Naproxen/esomeprazole

Combination of
- Naproxen: NSAID
- Esomeprazole: Proton pump inhibitor

Clinical data
- Trade names: Vimovo
- AHFS/Drugs.com: Professional Drug Facts
- Pregnancy category: AU: C;
- Routes of administration: By mouth
- ATC code: M01AE52 (WHO) ;

Legal status
- Legal status: AU: S4 (Prescription only); US: ℞-only;

Identifiers
- CAS Number: 1234369-58-4;
- KEGG: D11576;

= Naproxen/esomeprazole =

Pain reliever medication

Naproxen/esomeprazole, sold under the brand name Vimovo, is a pain reliever medication in the form of a tablet for oral consumption, containing naproxen, a nonsteroidal anti-inflammatory drug (NSAID), and a delayed release formulation of esomeprazole, a stomach acid–reducing proton-pump inhibitor (PPI). It is produced by AstraZeneca. Vimovo is US Food and Drug Administration approved for use against osteoarthritis, rheumatoid arthritis, and ankylosing spondylitis. It is intended to decrease the risk of gastric ulcers from treatment with NSAIDs.

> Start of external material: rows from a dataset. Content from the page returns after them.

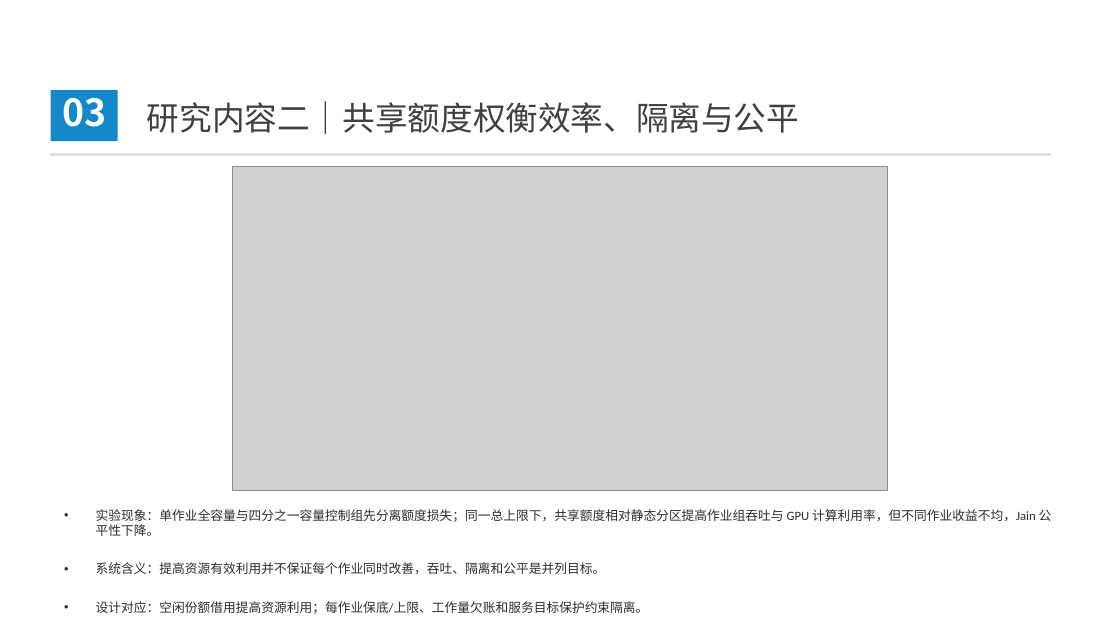
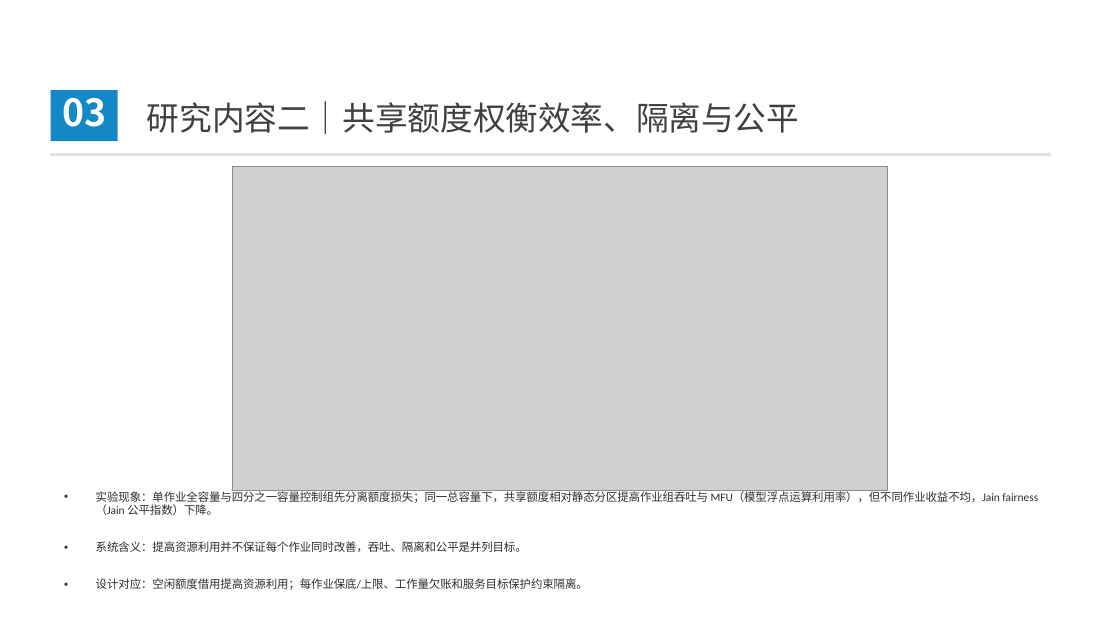
Before and after one commit to 3444374/ai-operator-execution-optimization, a slide deck: slide 18 of opening/slides/opening_defense_20260812_v9.pptx (slide 21 before the commit). Drawn at 1120x630 pixels with LibreOffice and Linux fonts; fonts in the diff are those of the drawing; grey boxes stand for pictures; background and template pictures are left out. Boxes give left, top, right and bottom in pixels: in the first picture for what was removed or moved away, otherwise in the second. Text is boxed around its words. In the diff, an @@ line names an element or a change of style, - is before the commit and + after.

```diff
--- a/opening/slides/opening_defense_20260812_v9.pptx
+++ b/opening/slides/opening_defense_20260812_v9.pptx
@@ text at (96,489,1038,590): text changed; size 10.9 to 9.8 pt @@
-• 实验现象：单作业全容量与四分之一容量控制组先分离额度损失；同一总上限下，共享额度相对静态分区提高作业组吞吐与 GPU 计算利用率，但不同作业收益不均，Jain 公平性下降。
-• 系统含义：提高资源有效利用并不保证每个作业同时改善，吞吐、隔离和公平是并列目标。
-• 设计对应：空闲份额借用提高资源利用；每作业保底/上限、工作量欠账和服务目标保护约束隔离。
+• 实验现象：单作业全容量与四分之一容量控制组先分离额度损失；同一总容量下，共享额度相对静态分区提高作业组吞吐与 MFU（模型浮点运算利用率），但不同作业收益不均，Jain fairness（Jain 公平指数）下降。
+• 系统含义：提高资源利用并不保证每个作业同时改善，吞吐、隔离和公平是并列目标。
+• 设计对应：空闲额度借用提高资源利用；每作业保底/上限、工作量欠账和服务目标保护约束隔离。
```
Also in this commit, not shown: 21 other slides changed, 1 slide added, 6 slides removed, 7 other files.

It is available as a generic medication. In 2020, it was the 390th most commonly prescribed medication in the United States, with more than 300,000 prescriptions.

== Society and culture ==
=== Economics ===
Vimovo was acquired by the Ireland-based company, Horizon Pharma on November 19, 2013. AstraZeneca retained "ex-U.S. rights to Vimovo".

In a June 2017 article in The Atlantic, journalist Marshall Allen wrote that, the cost of Aleve and Nexium, the two common medications" that became the specialty drug Vimovo, was $40 a month. Horizon Pharma bills insurance companies $3,252 a month for Vimovo. According to The Atlantic, "since 2014, Horizon Pharma's net sales have been more than $455 million".